Des chercheurs viennent de montrer que le parasite Plasmodium vivax, l'un des principaux agents du paludisme, est capable d'infecter des populations considérées jusqu'à présent comme naturellement protégées contre lui du fait de leur groupe sanguin. Cette découverte inattendue remet en cause certaines stratégies de vaccination. De plus, elle inquiète les responsables de la santé sur la possibilité d'une progression du parasite P. vivax dans des régions du monde où il est actuellement absent. Ce travail, publié dans la revue PNAS, a été réalisé dans le cadre d'une collaboration internationale, impliquant des équipes malgaches et françaises de l'Institut Pasteur, ainsi que des chercheurs américains (Université de Cleveland, États-Unis).

Le paludisme tue dans le monde près d'un million de personnes par an. Il est dû à un parasite dont les deux principales espèces sont Plasmodium falciparum, très présent en Afrique, et Plasmodium vivax, majoritaire en Asie et en Amérique du Sud. Jusqu'à présent, il était admis que P. vivax ne pouvait pas infecter les personnes dont les globules rouges ne possédaient pas à leur surface une protéine particulière, appelée Duffy. Ces dernières étaient donc considérées comme naturellement protégées contre l'infection par P. vivax, ce qui peut expliquer l'absence de ce parasite en Afrique, où les populations sont exclusivement ou très majoritairement de groupe sanguin Duffy-négatif.
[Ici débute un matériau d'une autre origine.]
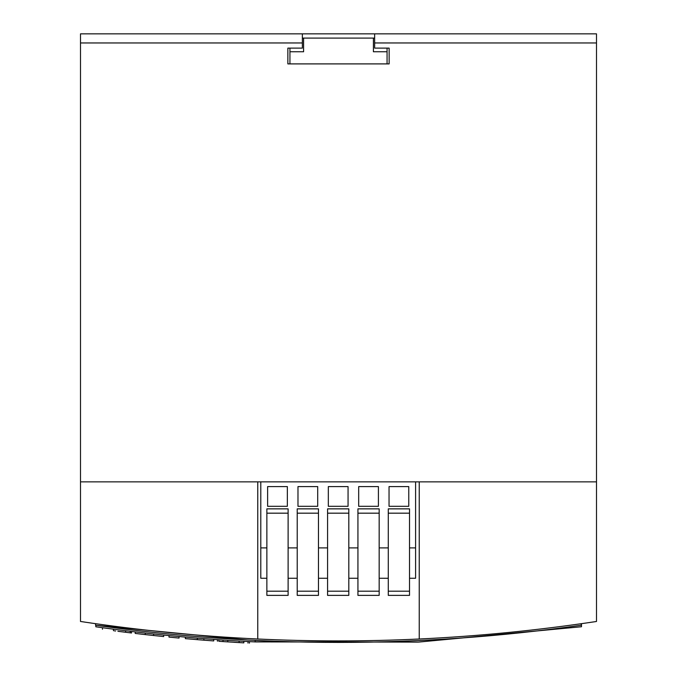 <?xml version="1.0" encoding="UTF-8"?>
<svg xmlns="http://www.w3.org/2000/svg" width="677" height="677" viewBox="0 0 677 677"><rect width="100%" height="100%" fill="white"/><g stroke="black" fill="none" stroke-linecap="round" stroke-linejoin="round"><path stroke-width="1.02" d="M419.241 639.003C365.411 641.542 311.589 641.542 257.759 639.003L257.759 481.855L80.504 481.855L596.496 481.855L596.496 621.478C537.411 630.38 478.326 636.219 419.241 639.003L419.241 481.855L596.496 481.855L596.496 33.85L374.643 33.85L374.643 42.956L596.496 42.956M80.504 42.956L302.365 42.956L302.365 33.85L80.504 33.85L80.504 621.478C139.589 630.38 198.674 636.219 257.759 639.003M388.276 578.26L379.171 578.26M388.276 547.905L379.171 547.905M357.93 578.26L348.816 578.26M357.93 547.905L348.816 547.905M327.575 578.26L318.469 578.26M327.575 547.905L318.469 547.905M297.22 578.26L288.114 578.26M297.22 547.905L288.114 547.905M266.865 578.26L260.797 578.26L260.797 481.855M415.593 481.855L415.593 578.26L409.526 578.26M253.613 641.838L417.887 642.101L581.484 626.741L418.767 642.067L255.187 641.914C201.839 639.316 148.72 634.273 95.838 626.784L95.838 625.252C257.759 648.126 419.554 648.126 581.23 625.243C419.224 648.134 257.345 648.126 95.584 625.218L95.584 623.686M95.838 625.252L247.706 640.019L223.427 638.563M581.23 625.243L581.23 623.712M287.86 63.291L287.86 48.118L287.86 63.9L289.934 63.9L287.86 63.9L287.86 63.291M302.365 42.956L302.365 48.118L287.86 48.118M389.14 48.118L389.14 63.9L387.066 63.9L389.14 63.9L389.14 48.118L374.643 48.118L374.643 42.956M581.484 626.741L581.484 623.678M255.187 641.923L255.187 640.4M239.074 642.583L243.83 642.854L243.83 641.331M234.056 642.287L238.194 642.532M220.33 641.39L223.004 641.576L218.874 641.297L218.874 639.773M243.83 642.854L223.004 641.576L223.004 640.053M238.702 642.558L233.633 642.261M163.673 635.034L163.673 636.566L153.62 635.508L153.62 633.985M153.62 635.508L145.276 634.594L145.276 633.063M145.276 634.594L135.222 633.435L135.222 631.903M135.222 633.435L137.228 633.664M179.05 636.532L179.05 638.056L168.996 637.099L168.996 635.568M213.729 639.41L213.729 640.924L203.862 640.18L203.862 638.656M203.862 640.18L197.337 639.655L197.337 638.132M197.337 639.655L185.371 638.631L185.371 637.108M185.371 638.631L201.602 640.002M131.516 631.463L131.516 632.987L130.272 632.834L130.272 631.311M130.035 632.809L122.909 631.929M120.1 631.573L122.393 631.861M128.376 632.606L118.678 631.396M114.481 630.854L115.589 630.998M117.9 631.294L119 631.438M102.489 629.246L102.489 627.714M389.038 506.311L408.764 506.311L408.764 486.585L389.038 486.585L389.038 506.311M358.683 506.311L378.418 506.311L378.418 486.585L358.683 486.585L358.683 506.311M328.328 506.311L348.063 506.311L348.063 486.585L328.328 486.585L328.328 506.311M297.982 506.311L317.708 506.311L317.708 486.585L297.982 486.585L297.982 506.311M267.627 506.311L287.353 506.311L287.353 486.585L267.627 486.585L267.627 506.311M266.865 547.905L260.797 547.905M415.593 547.905L409.526 547.905M266.865 513.174L266.865 595.371L288.114 595.371L288.114 508.859L266.865 508.859L266.865 513.174L288.114 513.174M266.865 591.19L288.114 591.19M388.276 578.319L384.697 578.26M384.697 578.319L383.656 578.26M297.22 513.174L297.22 595.371L318.469 595.371L318.469 508.859L297.22 508.859L297.22 513.174L318.469 513.174M297.22 591.19L318.469 591.19M327.575 513.174L327.575 595.371L348.816 595.371L348.816 508.859L327.575 508.859L327.575 513.174L348.816 513.174M327.575 591.19L348.816 591.19M357.93 513.174L357.93 595.371L379.171 595.371L379.171 508.859L357.93 508.859L357.93 513.174L379.171 513.174M357.93 591.19L379.171 591.19M388.276 513.174L388.276 595.371L409.526 595.371L409.526 508.859L388.276 508.859L388.276 513.174L409.526 513.174M388.276 591.19L409.526 591.19M373.408 51.757L387.066 51.757L373.408 51.757L373.408 38.098L303.592 38.098L303.592 51.757L289.934 51.757L303.592 51.757M289.934 48.118L289.934 63.9L387.066 63.9L387.066 48.118M374.643 33.85L302.365 33.85M374.643 38.098L373.408 38.098M303.592 38.098L302.365 38.098M227.768 641.889L227.768 640.366M239.108 642.583L239.108 641.06M248.002 643.074L248.002 641.559M113.465 630.719L113.465 629.187M125.617 632.267L125.617 630.736M217.435 641.195L217.435 639.672M249.449 643.15L249.449 641.627"/></g></svg>

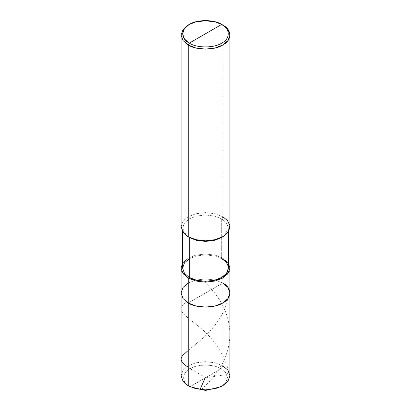 <?xml version="1.0" encoding="UTF-8"?>
<svg xmlns="http://www.w3.org/2000/svg" width="411" height="411" viewBox="0 0 411 411"><rect width="100%" height="100%" fill="white"/><g stroke="black" fill="none" stroke-linecap="round" stroke-linejoin="round"><path stroke-width="0.31" stroke-dasharray="2.06 1.54" d="M221.863 386.232L226.05 382.266L227.468 377.36L225.541 372.546L221.041 368.785L222.772 365.795L222.772 283.035L215.2 280.066L205.5 278.91L195.8 280.066L188.228 283.035L195.8 280.066L205.5 278.91L215.2 280.066L222.772 283.035L188.228 302.979L222.772 283.035L222.772 365.795L221.041 368.785L189.959 386.736L221.041 368.785L225.675 372.72L227.478 377.76L225.675 382.8L221.041 386.73M181.076 375.767L183.085 370.167L188.228 365.795L195.8 362.826L205.5 361.665L215.2 362.826L222.772 365.795L227.915 370.167L229.924 375.767M221.041 368.785C214.049 363.946 196.951 363.946 189.959 368.785C181.575 372.823 181.575 382.692 189.959 386.736C181.575 382.692 181.575 372.823 189.959 368.785C196.951 363.946 214.049 363.946 221.041 368.785M222.772 365.795L215.2 362.826L205.5 361.665L195.8 362.826L188.228 365.795L183.486 369.659L181.159 374.601L182.083 379.769L185.911 384.187M224.586 235.498L228.398 228.197L226.512 222.947L221.688 218.852L221.688 258.735L222.772 258.113L228.398 263.174L222.772 258.113L222.772 283.035L215.2 280.066L205.5 278.91L195.8 280.066L188.228 283.035L183.085 287.407L181.076 293.007L183.085 287.407L188.228 283.035L195.8 280.066L205.5 278.91L215.2 280.066L222.772 283.035L188.228 302.979L222.772 283.035L227.915 287.407L229.924 293.007M222.772 283.035L222.772 258.113L221.688 258.735L226.512 262.829L228.398 268.08M182.602 268.08L184.488 262.829L189.312 258.735L196.407 255.95L205.5 254.861L214.593 255.95L221.688 258.735L221.688 218.852L222.772 216.731L222.772 25.045L222.772 216.731L221.688 218.852L226.112 222.443L228.305 227.031L227.504 231.85L224 235.986M181.076 226.702L183.085 221.103L188.228 216.731L195.8 213.761L205.5 212.6L215.2 213.761L222.772 216.731L227.915 221.103L229.924 226.702M222.772 258.113L215.2 255.139L205.5 253.983L195.8 255.139L188.228 258.113L182.602 263.174L188.228 258.113L195.8 255.139L205.5 253.983L215.2 255.139L222.772 258.113M221.688 258.735L214.593 255.95L205.5 254.861L196.407 255.95L189.312 258.735M187 235.986L183.496 231.85L182.695 227.031L184.888 222.443L189.312 218.852L196.407 216.068L205.5 214.979L214.593 216.068L221.688 218.852L214.593 216.068L205.5 214.979L196.407 216.068L189.312 218.852L184.488 222.947L182.602 228.197L186.414 235.498M222.772 216.731L215.2 213.761L205.5 212.6L195.8 213.761L188.228 216.731L183.517 220.563L181.174 225.459L182.027 230.597L185.767 235.01M222.772 25.045L215.2 22.076L205.5 20.915L195.8 22.076L188.228 25.045L195.8 22.076L205.5 20.915L215.2 22.076L222.772 25.045M205.67 377.658L188.228 367.557M188.228 350.398L204.062 337.241L210.155 331.05L215.02 325.229L219.474 318.849L223.327 311.959L226.132 305.404L228.208 298.581M201.179 389.643L207.781 383.355L213.741 376.635L218.328 370.398L222.356 363.637L225.654 356.435L227.874 349.658L229.42 341.895L229.919 334.795L229.559 327.695L228.172 319.902L226.076 313.084L222.901 305.825L218.971 298.997L213.977 292.077L208.033 285.321L201.929 279.439M205.567 377.894L224.771 374.806C228.418 374.76 228.958 369.921 227.489 367.151L224.17 358.238C218.01 346.021 210.381 336.152 201.272 328.63C183.619 313.578 174.685 310.767 186.363 302.152M228.398 231.609L228.398 228.197M182.602 231.609L182.602 228.197"/><path stroke-width="0.62" d="M222.772 385.734L221.041 386.736L205.5 390.45L189.959 386.736L188.228 385.734L188.228 302.979L183.085 298.607L181.076 293.007L183.085 287.407L188.228 283.035L183.085 287.407L181.076 293.007L183.085 298.607L188.228 302.979L195.8 305.948L205.5 307.109L215.2 305.948L222.772 302.979L227.915 298.607L229.924 293.007L227.915 287.407L222.772 283.035C232.087 287.525 232.087 298.494 222.772 302.979C214.999 308.358 196.001 308.358 188.228 302.979L188.228 385.734L195.8 388.708L205.5 389.864L215.2 388.708L222.772 385.734L227.915 381.367L229.924 375.767L227.915 370.167L222.772 365.795M222.772 283.035C232.087 287.525 232.087 298.494 222.772 302.979C214.999 308.358 196.001 308.358 188.228 302.979L188.228 278.052L188.228 302.979L183.085 298.607L181.076 293.007L183.085 298.607L188.228 302.979L195.8 305.948L205.5 307.109L215.2 305.948L222.772 302.979L227.915 298.607L229.924 293.007L229.924 375.767L227.915 381.367L222.772 385.734L215.2 388.708L205.5 389.864L195.8 388.708L188.228 385.734L189.959 386.736L205.5 390.45L221.041 386.736L221.863 386.232M185.911 384.187L188.228 385.734L183.085 381.367L181.076 375.767L181.076 268.08L183.085 273.68L188.228 278.052L195.8 281.021L205.5 282.182L215.2 281.021L222.772 278.052L227.915 273.68L229.924 268.08L228.398 263.174L229.261 271.342L222.772 278.052L215.2 281.021L205.5 282.182L195.8 281.021L188.228 278.052L189.312 277.43C196.597 282.47 214.403 282.47 221.688 277.43C230.422 273.223 230.422 262.942 221.688 258.735M189.312 43.119C180.578 38.911 180.578 28.626 189.312 24.424C196.597 19.379 214.403 19.379 221.688 24.424L189.312 43.119C196.597 48.159 214.403 48.159 221.688 43.119C230.422 38.911 230.422 28.626 221.688 24.424L222.772 25.045C232.087 29.53 232.087 40.499 222.772 44.984C214.999 50.363 196.001 50.363 188.228 44.984L195.8 47.959L205.5 49.114L215.2 47.959L222.772 44.984L227.915 40.617L229.924 35.017L227.915 29.417L221.688 24.424C230.422 28.626 230.422 38.911 221.688 43.119C214.403 48.159 196.597 48.159 189.312 43.119L221.688 24.424L214.593 21.639L205.5 20.55L196.407 21.639L189.312 24.424L184.488 28.518L182.602 33.769L184.488 39.019L189.312 43.119L188.228 44.984L189.312 43.119M228.398 231.609L228.398 268.08L226.512 273.33L221.688 277.43L214.593 280.215L205.5 281.299L196.407 280.215L189.312 277.43L189.312 237.548L196.407 240.332L205.5 241.416L214.593 240.332L221.688 237.548L224.586 235.498M225.233 235.01L221.688 237.548L214.593 240.332L205.5 241.416L196.407 240.332L189.312 237.548L188.228 236.674L195.8 239.644L205.5 240.805L215.2 239.644L222.772 236.674L225.233 235.01L228.973 230.597L229.826 225.459L227.483 220.563L222.772 216.731M229.924 35.017L229.924 226.702L227.915 232.302L222.772 236.674L215.2 239.644L205.5 240.805L195.8 239.644L188.228 236.674L188.228 44.984L188.228 236.674L189.312 237.548L189.312 277.43L188.228 278.052L181.739 271.342L182.602 263.174L181.076 268.08M189.312 258.735L184.488 262.829L182.602 268.08L184.488 273.33L189.312 277.43L184.488 273.33L182.602 268.08L182.602 231.609M186.414 235.498L189.312 237.548L185.767 235.01L188.228 236.674L183.085 232.302L181.076 226.702L181.076 35.017L183.085 40.617L188.228 44.984L183.085 40.617L181.076 35.017L183.085 29.417L188.228 25.045L183.085 29.417L181.076 35.017M188.228 367.557L182.895 362.985L181.564 361.048L181.076 359.214L181.451 357.385L182.494 355.69L188.228 350.398M205.264 377.724L199.787 390.013L201.179 389.643M189.959 386.73L188.228 385.734M229.924 293.007L229.924 268.08M222.772 25.045L221.688 24.424M188.228 25.045L189.312 24.424"/></g></svg>

Or les chercheurs viennent d'apporter la preuve que ce récepteur Duffy n'est pas ou n'est plus indispensable à P. vivax pour infecter les globules rouges. Leur étude montre qu'à Madagascar, où les populations Duffy-positives d'origine indonésienne ou asiatique se sont mélangées avec les populations Duffy-négatives d'origine africaine, P. vivax infecte les globules rouges des personnes de groupe sanguin Duffy-négatif chez lesquelles il provoque des accès de paludisme. Le parasite aurait donc réussi à s'affranchir de sa dépendance au récepteur Duffy et à utiliser une autre voie, encore inconnue, pour infecter les humains. Ces travaux mettent donc à mal un dogme solidement établi depuis plus de 30 ans. Ils remettent également en cause les approches de recherche vaccinale qui prennent pour cible la protéine de surface du parasite se liant au récepteur Duffy.